Don’t let environment get in the way of trade deals, government tells its negotiators in leaked document

UK trade negotiators should prioritise economic growth over the environment in trade deals, according to a leaked official document.

The paper, drawn up by officials at the Department for International Trade, says environmental safeguards should not be treated as a red line when other countries do not want to include them in agreements.

It comes a month after it was revealed that the UK secretly dropped climate promises to get a trade deal with Australia’s government, which is hostile to action on climate change.

In the latest document, circulated to around 120 officials this week before being leaked to Sky News, department bosses say the “economic case” for reducing trade barriers should take precedent.

The UK is currently trying to negotiate a trade deal with Jair Bolsonaro’s far-right Brazilian government, whose policies on Amazon deforestation have caused an international outcry.
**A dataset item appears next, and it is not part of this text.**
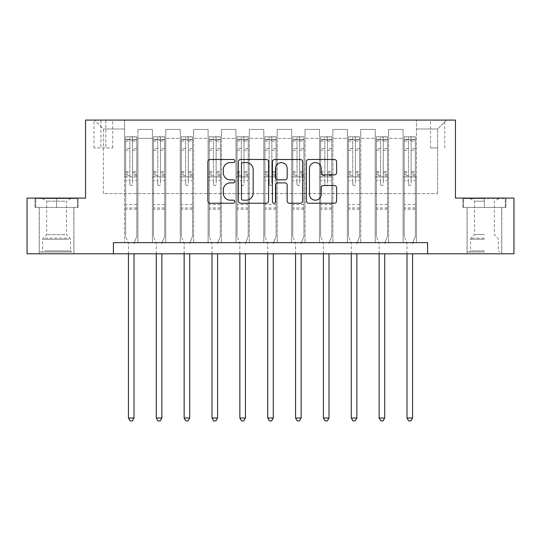 <?xml version="1.0" encoding="UTF-8"?>
<svg xmlns="http://www.w3.org/2000/svg" width="541" height="541" viewBox="0 0 541 541"><rect width="100%" height="100%" fill="white"/><g stroke="black" fill="none" stroke-linecap="round" stroke-linejoin="round"><path stroke-width="0.41" stroke-dasharray="2.71 2.03" d="M234.848 161.022A1.528 1.528 0 0 0 233.313 159.494L210.077 159.494A2.184 2.184 0 0 0 207.886 161.678L207.886 201.049A2.184 2.184 0 0 0 210.077 203.24L233.313 203.24A1.528 1.528 0 0 0 234.848 201.705A1.528 1.528 0 0 0 233.313 200.177L230.31 200.177A6.999 6.999 0 0 1 223.311 193.178L223.311 189.898A6.999 6.999 0 0 1 230.31 182.899L233.313 182.899A1.528 1.528 0 0 0 234.848 181.363A1.528 1.528 0 0 0 233.313 179.835L230.31 179.835A6.999 6.999 0 0 1 223.311 172.836L223.311 169.556A6.999 6.999 0 0 1 230.31 162.557L233.313 162.557A1.528 1.528 0 0 0 234.848 161.022M484.425 207.44L462.92 207.44L505.93 207.44L484.425 207.44L484.425 198.08L505.93 198.08L462.92 198.08L484.425 198.08L484.425 207.44L467.154 207.44L505.26 207.44L463.59 207.44L501.696 207.44L484.425 207.44L484.425 198.527L505.26 198.527L463.59 198.527L484.425 198.527L469.94 198.527L484.425 198.527L484.425 207.44M484.425 253.79L467.045 253.79L484.425 253.79M437.628 120.082L430.494 120.082L437.628 120.082M437.628 147.936L430.494 147.936L437.628 147.936M56.575 207.44L78.08 207.44L35.07 207.44L56.575 207.44L56.575 198.08L78.08 198.08L35.07 198.08L56.575 198.08L56.575 207.44L35.74 207.44L77.41 207.44L56.575 207.44L56.575 198.527L35.74 198.527L77.41 198.527L56.575 198.527L56.575 207.44M56.575 253.79L73.955 253.79L56.575 253.79M113.4 253.79L113.4 242.645L113.4 253.79L113.4 242.645L427.6 242.645L113.4 242.645L427.6 242.645L427.6 253.79L27.05 253.79L27.05 198.08L85.546 198.08L85.546 120.082L455.454 120.082L455.454 198.08L513.95 198.08L513.95 253.79L427.6 253.79L427.6 242.645L427.6 253.79M124.538 242.645L137.914 242.645L124.538 242.645L137.914 242.645L124.538 242.645L124.538 120.082L94.459 120.082L446.541 120.082L416.462 120.082L416.462 242.645L403.086 242.645L416.462 242.645L403.086 242.645L416.462 242.645L416.462 120.082L416.462 176.907L416.462 129.001L437.628 129.001L416.462 129.001L416.462 120.082L124.538 120.082L124.538 176.907L137.914 176.907L137.914 138.354L137.914 242.645L137.914 129.441L137.914 242.645L137.914 176.907L124.538 176.907L124.538 129.001L103.372 129.001L124.538 129.001L124.538 120.082L124.538 242.645M152.393 242.645L165.769 242.645L152.393 242.645L165.769 242.645L152.393 242.645L152.393 129.441L137.914 129.441L152.393 129.441L152.393 242.645L152.393 176.907L165.769 176.907L165.769 138.354L165.769 242.645L165.769 129.441L165.769 242.645L165.769 176.907L152.393 176.907L152.393 138.354L152.393 242.645M180.248 242.645L193.624 242.645L180.248 242.645L193.624 242.645L180.248 242.645L180.248 129.441L165.769 129.441L165.769 138.354L165.769 129.441L180.248 129.441L180.248 242.645L180.248 176.907L193.624 176.907L193.624 138.354L193.624 242.645L193.624 129.441L193.624 242.645L193.624 176.907L180.248 176.907L180.248 138.354L180.248 176.907L193.624 176.907L180.248 176.907L180.248 242.645M208.102 242.645L221.479 242.645L208.102 242.645L221.479 242.645L208.102 242.645L208.102 129.441L193.624 129.441L193.624 138.354L193.624 129.441L208.102 129.441L208.102 242.645L208.102 176.907L221.479 176.907L221.479 138.354L221.479 242.645L221.479 129.441L221.479 242.645L221.479 176.907L208.102 176.907L208.102 138.354L208.102 176.907L221.479 176.907L208.102 176.907L208.102 242.645M235.957 242.645L249.333 242.645L235.957 242.645L249.333 242.645L235.957 242.645L235.957 129.441L221.479 129.441L221.479 138.354L221.479 129.441L235.957 129.441L235.957 242.645L235.957 176.907L249.333 176.907L249.333 138.354L249.333 242.645L249.333 129.441L249.333 242.645L249.333 176.907L235.957 176.907L235.957 138.354L235.957 176.907L249.333 176.907L235.957 176.907L235.957 242.645M263.812 242.645L277.188 242.645L263.812 242.645L277.188 242.645L263.812 242.645L263.812 129.441L249.333 129.441L249.333 138.354L249.333 129.441L263.812 129.441L263.812 242.645L263.812 176.907L277.188 176.907L277.188 138.354L277.188 242.645L277.188 129.441L277.188 242.645L277.188 176.907L263.812 176.907L263.812 138.354L263.812 176.907L277.188 176.907L263.812 176.907L263.812 242.645M291.667 242.645L305.043 242.645L291.667 242.645L305.043 242.645L291.667 242.645L291.667 129.441L277.188 129.441L277.188 138.354L277.188 129.441L291.667 129.441L291.667 242.645L291.667 176.907L305.043 176.907L305.043 138.354L305.043 242.645L305.043 129.441L305.043 242.645L305.043 176.907L291.667 176.907L291.667 138.354L291.667 176.907L305.043 176.907L291.667 176.907L291.667 242.645M319.521 242.645L332.898 242.645L319.521 242.645L332.898 242.645L319.521 242.645L319.521 129.441L305.043 129.441L305.043 138.354L305.043 129.441L319.521 129.441L319.521 242.645L319.521 176.907L332.898 176.907L332.898 138.354L332.898 242.645L332.898 129.441L332.898 242.645L332.898 176.907L319.521 176.907L319.521 138.354L319.521 176.907L332.898 176.907L319.521 176.907L319.521 242.645M347.376 242.645L360.752 242.645L347.376 242.645L360.752 242.645L347.376 242.645L347.376 129.441L332.898 129.441L332.898 138.354L332.898 129.441L347.376 129.441L347.376 242.645L347.376 176.907L360.752 176.907L360.752 138.354L360.752 242.645L360.752 129.441L360.752 242.645L360.752 176.907L347.376 176.907L347.376 138.354L347.376 176.907L360.752 176.907L347.376 176.907L347.376 242.645M375.231 242.645L388.607 242.645L375.231 242.645L388.607 242.645L375.231 242.645L375.231 129.441L360.752 129.441L360.752 138.354L360.752 129.441L375.231 129.441L375.231 242.645L375.231 176.907L388.607 176.907L388.607 138.354L388.607 242.645L388.607 129.441L388.607 242.645L388.607 176.907L375.231 176.907L375.231 138.354L375.231 176.907L388.607 176.907L375.231 176.907L375.231 242.645M100.924 120.082L94.012 120.082L100.924 120.082L100.924 147.936L94.012 147.936L105.826 147.936L100.924 147.936L100.924 120.082M105.826 120.082L112.731 120.082L105.826 120.082L105.826 147.936L112.731 147.936L105.826 147.936L105.826 120.082M103.372 193.624L103.372 129.001L94.459 120.082L103.372 129.001L103.372 193.624L437.628 193.624L103.372 193.624M437.628 193.624L437.628 129.001L437.628 193.624M403.086 176.907L416.462 176.907L416.462 242.645L416.462 176.907L403.086 176.907L403.086 138.354L403.086 176.907L416.462 176.907L403.086 176.907L403.086 242.645L403.086 129.441L388.607 129.441L388.607 138.354L388.607 129.441L403.086 129.441L403.086 242.645L403.086 176.907M124.538 176.907L137.914 176.907L124.538 176.907M152.393 129.441L137.914 129.441L152.393 129.441L152.393 138.354L152.393 129.441M152.393 176.907L165.769 176.907L152.393 176.907M180.248 138.354L180.248 129.441L180.248 138.354L165.769 138.354L180.248 138.354M208.102 138.354L208.102 129.441L208.102 138.354L193.624 138.354L208.102 138.354M235.957 138.354L235.957 129.441L235.957 138.354L221.479 138.354L235.957 138.354M263.812 138.354L263.812 129.441L263.812 138.354L249.333 138.354L263.812 138.354M291.667 138.354L291.667 129.441L291.667 138.354L277.188 138.354L291.667 138.354M319.521 138.354L319.521 129.441L319.521 138.354L305.043 138.354L319.521 138.354M347.376 138.354L347.376 129.441L347.376 138.354L332.898 138.354L347.376 138.354M375.231 138.354L375.231 129.441L375.231 138.354L360.752 138.354L375.231 138.354M403.086 138.354L403.086 129.441L403.086 138.354L388.607 138.354L403.086 138.354M180.248 129.441L165.769 129.441L180.248 129.441M208.102 129.441L193.624 129.441L208.102 129.441M235.957 129.441L221.479 129.441L235.957 129.441M263.812 129.441L249.333 129.441L263.812 129.441M291.667 129.441L277.188 129.441L291.667 129.441M319.521 129.441L305.043 129.441L319.521 129.441M347.376 129.441L332.898 129.441L347.376 129.441M375.231 129.441L360.752 129.441L375.231 129.441M403.086 129.441L388.607 129.441L403.086 129.441M446.541 120.082L437.628 129.001L446.541 120.082M35.07 207.44L35.07 198.08L35.07 207.44M78.08 207.44L78.08 198.08L78.08 207.44M505.93 207.44L505.93 198.08L505.93 207.44M462.92 207.44L462.92 198.08L462.92 207.44M268.586 201.049L268.586 161.678A2.184 2.184 0 0 0 266.402 159.494L240.589 159.494A2.184 2.184 0 0 0 238.398 161.678L238.398 201.049A2.184 2.184 0 0 0 240.589 203.24L266.402 203.24A2.184 2.184 0 0 0 268.586 201.049M242.997 162.557A1.528 1.528 0 0 0 241.462 164.085L241.462 198.642A1.528 1.528 0 0 0 242.997 200.177L246.169 200.177A6.999 6.999 0 0 0 253.168 193.178L253.168 169.556A6.999 6.999 0 0 0 246.169 162.557L242.997 162.557M274.598 159.494L300.411 159.494A2.184 2.184 0 0 1 302.602 161.678L302.602 201.049A2.184 2.184 0 0 1 300.411 203.24L289.367 203.24A2.184 2.184 0 0 1 287.176 201.049L287.176 185.083A2.184 2.184 0 0 0 284.992 182.899L277.661 182.899A2.184 2.184 0 0 0 275.477 185.083L275.477 201.705A1.528 1.528 0 0 1 273.942 203.24A1.528 1.528 0 0 1 272.414 201.705L272.414 161.678A2.184 2.184 0 0 1 274.598 159.494M287.176 168.515A5.85 5.85 0 0 0 281.327 162.665A5.85 5.85 0 0 0 275.477 168.515L275.477 177.644A2.184 2.184 0 0 0 277.661 179.835L284.992 179.835A2.184 2.184 0 0 0 287.176 177.644L287.176 168.515M323.376 174.912L334.426 174.912A2.184 2.184 0 0 0 336.61 172.728L336.61 161.678A2.184 2.184 0 0 0 334.426 159.494L308.613 159.494A2.184 2.184 0 0 0 306.429 161.678L306.429 201.049A2.184 2.184 0 0 0 308.613 203.24L334.426 203.24A2.184 2.184 0 0 0 336.61 201.049L336.61 187.707A2.184 2.184 0 0 0 334.426 185.522L323.376 185.522A2.184 2.184 0 0 0 321.192 187.707L321.192 194.327A5.85 5.85 0 0 1 315.342 200.177A5.85 5.85 0 0 1 309.486 194.327L309.486 168.407A5.85 5.85 0 0 1 315.342 162.557A5.85 5.85 0 0 1 321.192 168.407L321.192 172.728A2.184 2.184 0 0 0 323.376 174.912M129.887 184.265A1.339 1.339 90 0 0 131.226 185.597A1.339 1.339 -90 0 1 129.887 184.265L129.887 180.647L129.887 184.265M136.745 136.799L134.567 136.799L134.567 139.693L136.799 139.7L136.799 136.799L125.654 136.799L125.654 236.403L125.654 180.647L129.887 180.647L129.887 174.344L125.654 174.344M125.654 136.799L125.654 180.647L129.887 180.647L129.887 140.281L132.565 140.281L132.565 171.551L136.799 171.551L136.799 236.403L136.799 180.647L132.565 180.647L132.565 184.265A1.339 1.339 -90 0 1 131.226 185.597A1.339 1.339 90 0 0 132.565 184.265L132.565 171.551M136.799 139.7L136.799 171.551M136.799 136.799L136.799 180.647L132.565 180.647L132.565 137.076L129.887 137.076L129.887 174.344M134.567 136.799L125.708 136.799M134.567 139.693L127.886 139.693L127.886 136.799M125.654 139.7L136.745 139.693M125.708 139.693L127.886 139.693M134.175 242.929L136.799 236.403L134.175 242.929A2.232 2.232 -90 0 0 134.012 243.761A2.232 2.232 -90 0 1 134.175 242.929M128.44 253.79L128.44 243.761A2.232 2.232 -90 0 0 128.278 242.929L125.654 236.403L128.278 242.929A2.232 2.232 -90 0 1 128.44 243.761L128.44 418.017L134.012 418.017L134.012 253.79M136.799 209.218L125.654 209.218M128.44 418.017L130.111 420.918L132.342 420.918L134.012 418.017M132.565 140.281L132.565 137.076M129.887 140.281L129.887 137.076L129.887 140.281M157.742 184.265A1.339 1.339 0 0 0 159.081 185.597A1.339 1.339 0 0 1 157.742 184.265L157.742 180.647L157.742 184.265M164.599 136.799L162.422 136.799L162.422 139.693L164.653 139.7L164.653 136.799L153.509 136.799L153.509 236.403L153.509 180.647L157.742 180.647L157.742 174.344L153.509 174.344M153.509 136.799L153.509 180.647L157.742 180.647L157.742 140.281L160.42 140.281L160.42 171.551L164.653 171.551L164.653 236.403L164.653 180.647L160.42 180.647L160.42 184.265A1.339 1.339 0 0 1 159.081 185.597A1.339 1.339 0 0 0 160.42 184.265L160.42 171.551M164.653 139.7L164.653 171.551M164.653 136.799L164.653 180.647L160.42 180.647L160.42 137.076L157.742 137.076L157.742 174.344M162.422 136.799L153.563 136.799M162.422 139.693L155.74 139.693L155.74 136.799M153.509 139.7L164.599 139.693M153.563 139.693L155.74 139.693M162.03 242.929L164.653 236.403L162.03 242.929A2.232 2.232 0 0 0 161.867 243.761A2.232 2.232 0 0 1 162.03 242.929M156.295 253.79L156.295 243.761A2.232 2.232 0 0 0 156.133 242.929L153.509 236.403L156.133 242.929A2.232 2.232 0 0 1 156.295 243.761L156.295 418.017L161.867 418.017L161.867 253.79M164.653 209.218L153.509 209.218M156.295 418.017L157.965 420.918L160.197 420.918L161.867 418.017M157.742 140.281L157.742 137.076M160.42 140.281L160.42 137.076M185.597 184.265A1.339 1.339 0 0 0 186.936 185.597A1.339 1.339 0 0 1 185.597 184.265L185.597 180.647L185.597 184.265M192.454 136.799L190.276 136.799L190.276 139.693L192.508 139.7L192.508 136.799L181.363 136.799L181.363 236.403L181.363 180.647L185.597 180.647L185.597 174.344L181.363 174.344M181.363 136.799L181.363 180.647L185.597 180.647L185.597 140.281L188.275 140.281L188.275 171.551L192.508 171.551L192.508 236.403L192.508 180.647L188.275 180.647L188.275 184.265A1.339 1.339 0 0 1 186.936 185.597A1.339 1.339 0 0 0 188.275 184.265L188.275 171.551M192.508 139.7L192.508 171.551M192.508 136.799L192.508 180.647L188.275 180.647L188.275 137.076L185.597 137.076L185.597 174.344M190.276 136.799L181.418 136.799M190.276 139.693L183.595 139.693L183.595 136.799M181.363 139.7L192.454 139.693M181.418 139.693L183.595 139.693M189.884 242.929L192.508 236.403L189.884 242.929A2.232 2.232 0 0 0 189.722 243.761A2.232 2.232 0 0 1 189.884 242.929M184.15 253.79L184.15 243.761A2.232 2.232 0 0 0 183.987 242.929L181.363 236.403L183.987 242.929A2.232 2.232 0 0 1 184.15 243.761L184.15 418.017L189.722 418.017L189.722 253.79M192.508 209.218L181.363 209.218M184.15 418.017L185.82 420.918L188.052 420.918L189.722 418.017M185.597 140.281L185.597 137.076M188.275 140.281L188.275 137.076M213.452 184.265A1.339 1.339 0 0 0 214.791 185.597A1.339 1.339 0 0 1 213.452 184.265L213.452 180.647L213.452 184.265M220.309 136.799L218.131 136.799L218.131 139.693L220.363 139.7L220.363 136.799L209.218 136.799L209.218 236.403L209.218 180.647L213.452 180.647L213.452 174.344L209.218 174.344M209.218 136.799L209.218 180.647L213.452 180.647L213.452 140.281L216.13 140.281L216.13 171.551L220.363 171.551L220.363 236.403L220.363 180.647L216.13 180.647L216.13 184.265A1.339 1.339 0 0 1 214.791 185.597A1.339 1.339 0 0 0 216.13 184.265L216.13 171.551M220.363 139.7L220.363 171.551M220.363 136.799L220.363 180.647L216.13 180.647L216.13 137.076L213.452 137.076L213.452 174.344M218.131 136.799L209.272 136.799M218.131 139.693L211.45 139.693L211.45 136.799M209.218 139.7L220.309 139.693M209.272 139.693L211.45 139.693M217.739 242.929L220.363 236.403L217.739 242.929A2.232 2.232 0 0 0 217.577 243.761A2.232 2.232 0 0 1 217.739 242.929M212.004 253.79L212.004 243.761A2.232 2.232 0 0 0 211.842 242.929L209.218 236.403L211.842 242.929A2.232 2.232 0 0 1 212.004 243.761L212.004 418.017L217.577 418.017L217.577 253.79M220.363 209.218L209.218 209.218M212.004 418.017L213.675 420.918L215.906 420.918L217.577 418.017M213.452 140.281L213.452 137.076M216.13 140.281L216.13 137.076M241.306 184.265A1.339 1.339 0 0 0 242.645 185.597A1.339 1.339 0 0 1 241.306 184.265L241.306 180.647L241.306 184.265M248.163 136.799L245.986 136.799L245.986 139.693L248.218 139.7L248.218 136.799L237.073 136.799L237.073 236.403L237.073 180.647L241.306 180.647L241.306 174.344L237.073 174.344M237.073 136.799L237.073 180.647L241.306 180.647L241.306 140.281L243.984 140.281L243.984 171.551L248.218 171.551L248.218 236.403L248.218 180.647L243.984 180.647L243.984 184.265A1.339 1.339 0 0 1 242.645 185.597A1.339 1.339 0 0 0 243.984 184.265L243.984 171.551M248.218 139.7L248.218 171.551M248.218 136.799L248.218 180.647L243.984 180.647L243.984 137.076L241.306 137.076L241.306 174.344M245.986 136.799L237.127 136.799M245.986 139.693L239.305 139.693L239.305 136.799M237.073 139.7L248.163 139.693M237.127 139.693L239.305 139.693M245.594 242.929L248.218 236.403L245.594 242.929A2.232 2.232 0 0 0 245.431 243.761A2.232 2.232 0 0 1 245.594 242.929M239.859 253.79L239.859 243.761A2.232 2.232 0 0 0 239.697 242.929L237.073 236.403L239.697 242.929A2.232 2.232 0 0 1 239.859 243.761L239.859 418.017L245.431 418.017L245.431 253.79M248.218 209.218L237.073 209.218M239.859 418.017L241.529 420.918L243.761 420.918L245.431 418.017M241.306 140.281L241.306 137.076M243.984 140.281L243.984 137.076M69.6 252.005L41.535 252.005L69.6 252.005M44.518 250.889L70.506 250.889L44.518 250.889M69.12 198.527L42.09 198.527L69.12 198.527M65.163 201.164L46.661 201.164L65.163 201.164M65.163 234.625L46.661 234.625L65.163 234.625M71.534 252.005L39.304 252.005L71.534 252.005M71.534 207.44L39.304 207.44L71.534 207.44M35.74 207.44L35.74 198.527L35.74 207.44M77.41 207.44L77.41 198.527L77.41 207.44M484.425 252.005L467.154 252.005L484.425 252.005M484.425 250.889L470.494 250.889L484.425 250.889M484.425 201.164L474.511 201.164L484.425 201.164M484.425 234.625L474.511 234.625L484.425 234.625M463.59 207.44L463.59 198.527L463.59 207.44M505.26 207.44L505.26 198.527L505.26 207.44M269.161 184.265A1.339 1.339 0 0 0 270.5 185.597A1.339 1.339 0 0 1 269.161 184.265L269.161 180.647L269.161 184.265M276.018 136.799L273.841 136.799L273.841 139.693L276.072 139.7L276.072 136.799L264.928 136.799L264.928 236.403L264.928 180.647L269.161 180.647L269.161 174.344L264.928 174.344M264.928 136.799L264.928 180.647L269.161 180.647L269.161 140.281L271.839 140.281L271.839 171.551L276.072 171.551L276.072 236.403L276.072 180.647L271.839 180.647L271.839 184.265A1.339 1.339 0 0 1 270.5 185.597A1.339 1.339 0 0 0 271.839 184.265L271.839 171.551M276.072 139.7L276.072 171.551M276.072 136.799L276.072 180.647L271.839 180.647L271.839 137.076L269.161 137.076L269.161 174.344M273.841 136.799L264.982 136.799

Campaigners have suggested that the UK should use trade deals as leverage to encourage Brazil’s government to stop its deforestation policies.

But the leaked document says: “[The government] should not refuse to liberalise on products of environmental concern where there is an economic case for liberalisation, or partner interest is so strong that not doing so would compromise the wider agreement.

“In these cases, we should continue to liberalise and address carbon leakage risk (in general, as well as any marginal additional risk from the fair trade agreement) using those FTA levers outlined in this note and non-FTA levers outlined elsewhere.”

It adds: “HMG should not pursue a conditional liberalisation approach. This is due to the very high negotiability challenge (little precedent and proven difficulty of raising with partners on related issues) and WTO compliance issues/creating double standards with trade partners.”

The overall economic case for free trade agreements is relatively weak, with the government’s estimates putting the benefits of even the largest agreement with the US at less than 0.16 per cent of GDP over 20 years.

But the government has effectively accepted that this deal will not happen under president Joe Biden, and is instead focusing on other deals with even smaller economic benefits.

Yet ministers are politically desperate to be able to point to concrete wins from leaving the EU, with other benefits so far few and far between.

The Department for International Trade downplayed the significance of the leaked document, but trade experts say the approach it outlines is clearly already being pursued by civil servants.

Opposition parties also criticised the approach.

“It’s really shocking to see a document going round government where they’re essentially saying, ‘never mind about climate change, never mind about the environment, Bolsonaro is a difficult guy, if you want a trade deal from Brazil, and he wants to sell us stuff from a rainforest, we probably shouldn’t get in the way that much because otherwise we won’t end up with a trade deal’ – really?” said Emily Thornberry, Labour’s shadow international trade secretary to Sky News.

A Department for International Trade spokesman said: “This is not government policy, and is not being considered by ministers.”